WiFi clients and Access Points need to maintain a persistent connection after authenticating and associating with Access Points. The overhead of authentication and potential delay in authentication for WiFi clients can be problematic to real-time communication applications (such as voice or video calls), and many fast roaming techniques are employed by WiFi clients.

VergeSense wireless mesh sensors do not need to maintain persistent connections between each other. The wireless mesh sensors do not need to authenticate to an AP, they use a common authentication key to associate to each other, and only create an association when there is telemetry to transmit.

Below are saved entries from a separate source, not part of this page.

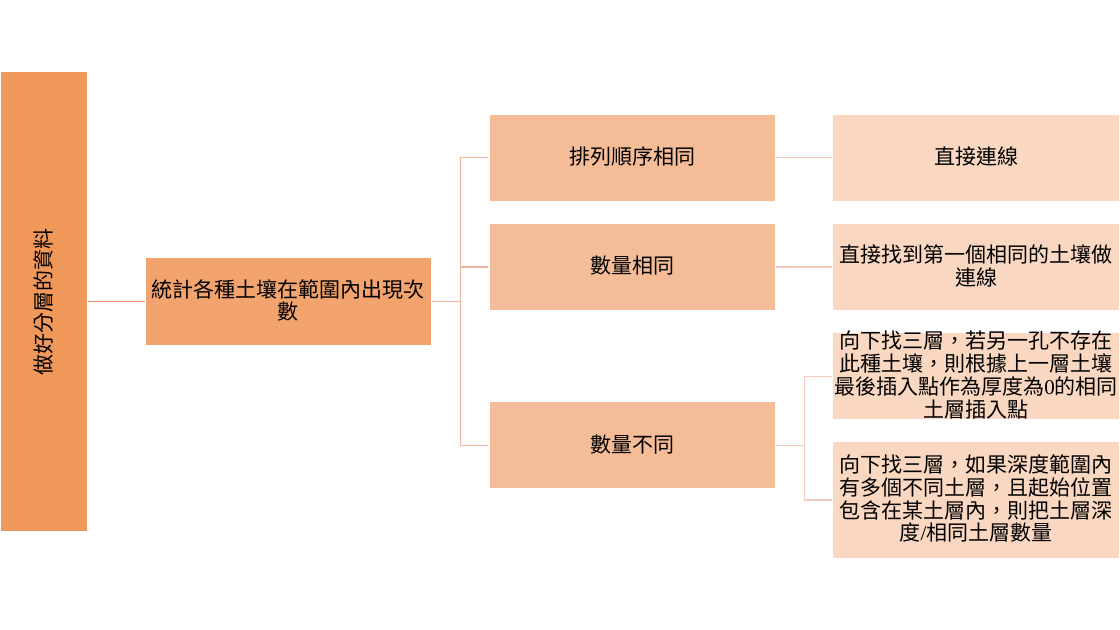
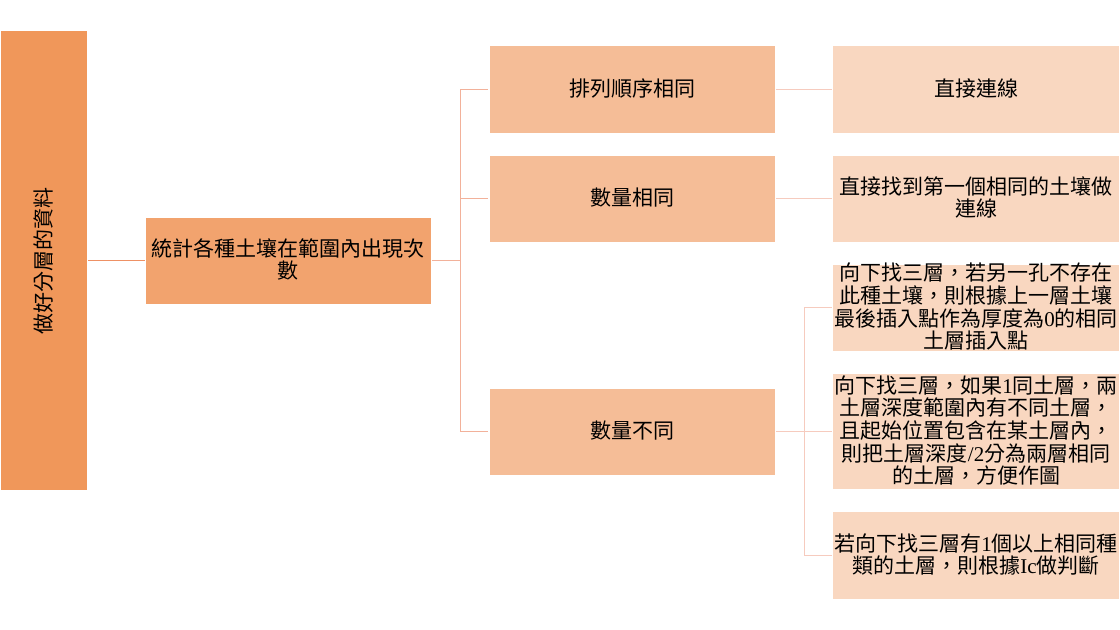
Before and after one commit to MengchunLin/CECI, a slide deck: slide 5 of 1008.pptx. Drawn at 1120x630 pixels with LibreOffice and Linux fonts; fonts in the diff are those of the drawing. Boxes give left, top, right and bottom in pixels: in the first picture for what was removed or moved away, otherwise in the second. Text is boxed around its words. In the diff, an @@ line names an element or a change of style, - is before the commit and + after.

```diff
--- a/1008.pptx
+++ b/1008.pptx
@@ rectangle moved from (x1=489, y1=223, x2=776, y2=311) to (x1=489, y1=46, x2=776, y2=134) @@
@@ freeform shape resized from (x1=432, y1=158, x2=489, y2=302) to (x1=432, y1=199, x2=489, y2=261) @@
@@ 2 texts, 2 rectangles, 1 freeform shape moved together from (x1=0, y1=72, x2=432, y2=531) to (x1=0, y1=31, x2=432, y2=490) @@
@@ freeform shape resized from (x1=432, y1=302, x2=489, y2=445) to (x1=432, y1=260, x2=489, y2=432) @@
@@ freeform shape removed at (x1=432, y1=267, x2=489, y2=302) @@
@@ 5 texts moved together from (x1=569, y1=146, x2=1118, y2=396) to (x1=569, y1=78, x2=1118, y2=331) @@
@@ 3 rectangles, 1 freeform shape moved together from (x1=489, y1=114, x2=1120, y2=311) to (x1=489, y1=155, x2=1120, y2=352) @@
@@ freeform shape resized from (x1=776, y1=376, x2=833, y2=445) to (x1=776, y1=308, x2=833, y2=432) @@
@@ text "數量不同" moved from (x1=590, y1=434, x2=674, y2=454) to (x1=590, y1=420, x2=674, y2=440) @@
@@ rectangle moved from (x1=489, y1=402, x2=776, y2=489) to (x1=489, y1=388, x2=776, y2=476) @@
@@ rectangle resized from (x1=833, y1=333, x2=1120, y2=420) to (x1=833, y1=374, x2=1120, y2=491) @@
@@ text at (x1=834, y1=372, x2=1118, y2=485): text changed @@
-向下找三層，如果深度範圍內有多個不同土層，且起始位置包含在某土層內，則把土層深度/相同土層數量
+向下找三層，如果1同土層，兩土層深度範圍內有不同土層，且起始位置包含在某土層內，則把土層深度/2分為兩層相同的土層，方便作圖
@@ freeform shape resized from (x1=776, y1=445, x2=833, y2=500) to (x1=776, y1=432, x2=833, y2=555) @@
@@ freeform shape moved from (x1=776, y1=263, x2=833, y2=271) to (x1=776, y1=428, x2=833, y2=436) @@
@@ rectangle resized from (x1=833, y1=442, x2=1120, y2=559) to (x1=833, y1=512, x2=1120, y2=599) @@
@@ group added at (x1=432, y1=46, x2=1120, y2=575): 2 freeform shapes, 1 rectangle, 1 text @@
+若向下找三層有1個以上相同種類的土層，則根據Ic做判斷
```

A WiFi client could be continuously transmitting or receiving data at a 10Mb, 54Mb, or 600Mb per second data rate, while a wireless mesh sensor will be transmitting or receiving data for less than 1 second at a 1Mb per second data rate. Prior to transmission the wireless mesh sensor will have checked that there is no active WiFi transmission on the selected channel prior to its own small transmission.

Summary

With the combination of narrow channel usage, adaptive channel selection, low transmit power, low data rate, and minimal duty cycle, the Wirepas mesh protocol has not displayed any measurable impact on WiFi performance. WiFi Access Points and controllers do not recognize Wirepas as a “rogue” access point, or a “rogue” client, the Wirepas transmissions are seen as low-level background noise.